Ganglion removal

What is a Ganglion?

A ganglion is a lump found under the skin and is full of fluid. It usually occurs at the base of your palm or around the wrist. If the ganglion is near a nerve it can become painful and may need to be removed surgically.

You surgeon may recommend an operation to remove the ganglion. This page will give you information about what to expect from surgery so that you can make an informed decision.

When to consider ganglion removal surgery in the hand and wrist

Ganglions usually form near joints. Three in four ganglions form near the wrist.

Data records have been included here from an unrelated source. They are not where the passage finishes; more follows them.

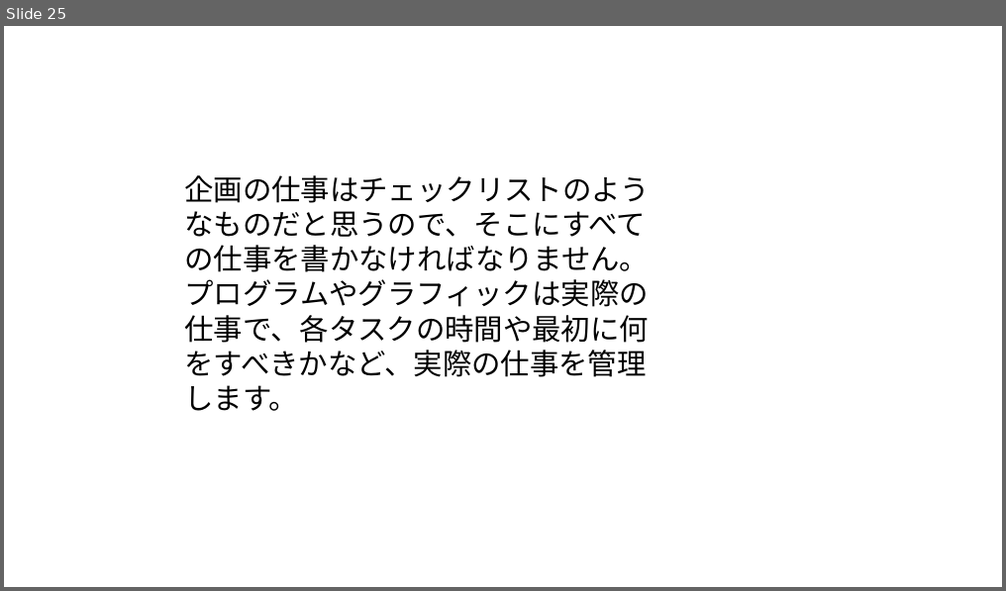
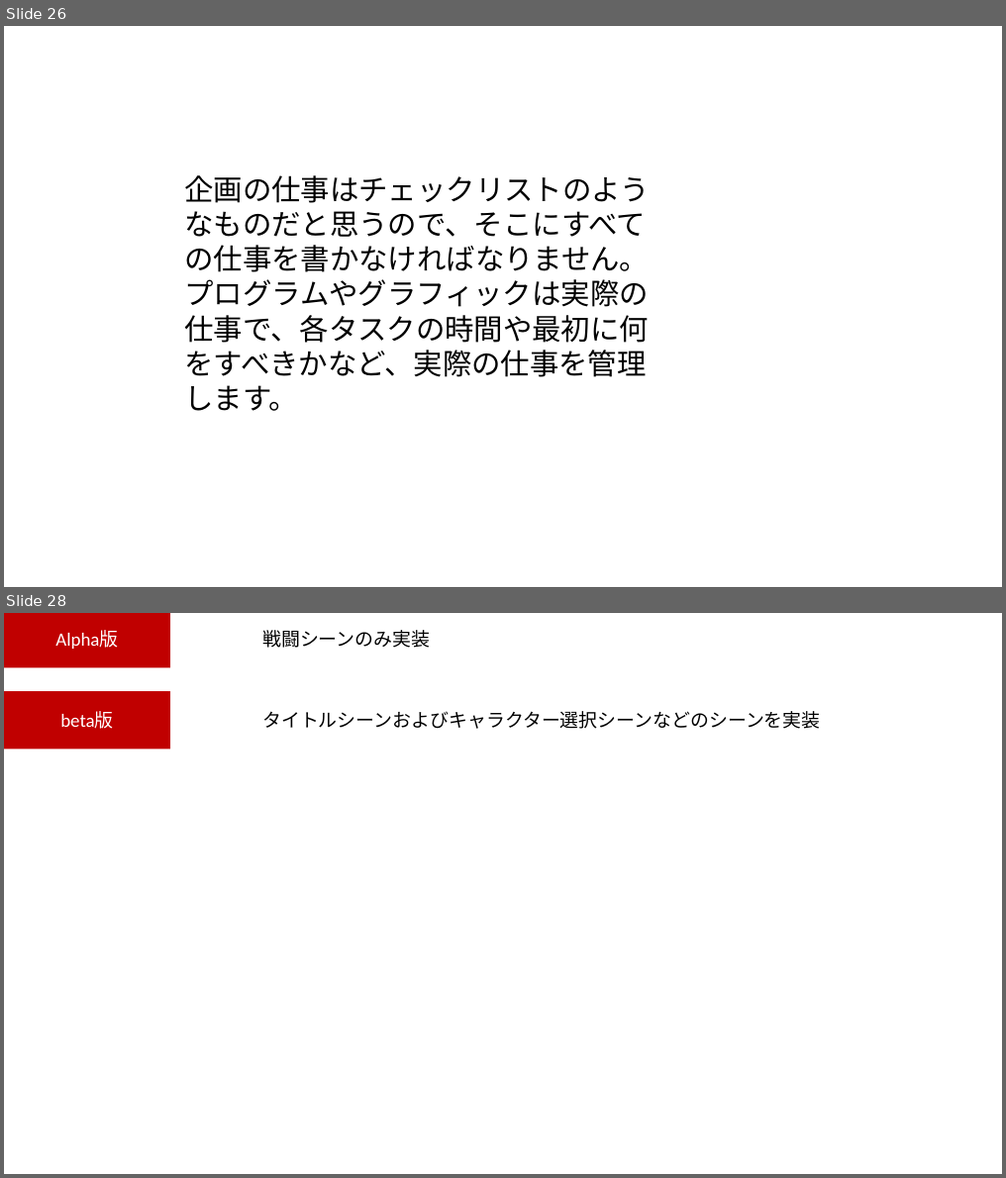
Before and after one commit to kawanami1022/2.5DActionGameProject, a slide deck: すみませんASOゲームショウまでに間に合いませんでした.pptx. Shown one above the other, each under a label of ours: slide 25 before the commit, slides 26 and 28 after it; the slides between them are not shown. The pictures are 1006x591 and 1006x1178 pixels, drawn with LibreOffice and Linux fonts; fonts in the diff are those of the drawing. Boxes give left, top, right and bottom in pixels: in the first picture for what was removed or moved away, otherwise in the second. Text is boxed around its words. In the diff, an @@ line names an element or a change of style, - is before the commit and + after.

```diff
--- a/すみませんASOゲームショウまでに間に合いませんでした.pptx
+++ b/すみませんASOゲームショウまでに間に合いませんでした.pptx
@@ slide 28 added at [4,613,1002,1174], background #FFFFFF @@
@@ rectangle added at [4,613,170,667], fill #C00000, 18 pt, text #FFFFFF @@
+Alpha版
@@ text added at [262,630,430,648], 18 pt, text #000000 @@
+戦闘シーンのみ実装
@@ rectangle added at [4,691,170,750], fill #C00000, 18 pt, text #FFFFFF @@
+beta版
@@ text added at [262,711,820,729], 18 pt, text #000000 @@
+タイトルシーンおよびキャラクター選択シーンなどのシーンを実装
@@ what was slide 25 is now slide 26 @@
```
Also in this commit, not shown: 4 slides changed, 6 other slides added, 1 slide removed.

The fluid in the ganglion comes from a joint or tendon through a narrow channel. Some ganglions are found after an injury such as a sprain but most appear without a known cause.

The lump and any discomfort from it should settle. Surgery gives the best chance of preventing the ganglion from coming back.

What are the benefits of surgery?

Surgery provides the best chance of preventing the ganglion from returning.

Are there any alternatives to surgery?

A ganglion will often settle after a year or two. If your ganglion is not causing too much trouble then it is best to leave it alone.

The fluid can be taken out of the ganglion using a needle. This confirms that the lump is a ganglion and improves any discomfort for a short period of time. Alternatively your doctor may also inject the ganglion with a steriod (cortisone). Again, this may help for a short period of time.

Most ganglions are not serious, and will often settle. However, depending on where the ganglion is positioned, it can press on a nerve, leading to weakness, numbness and pain.

If this happens it is best to have the ganglion removed.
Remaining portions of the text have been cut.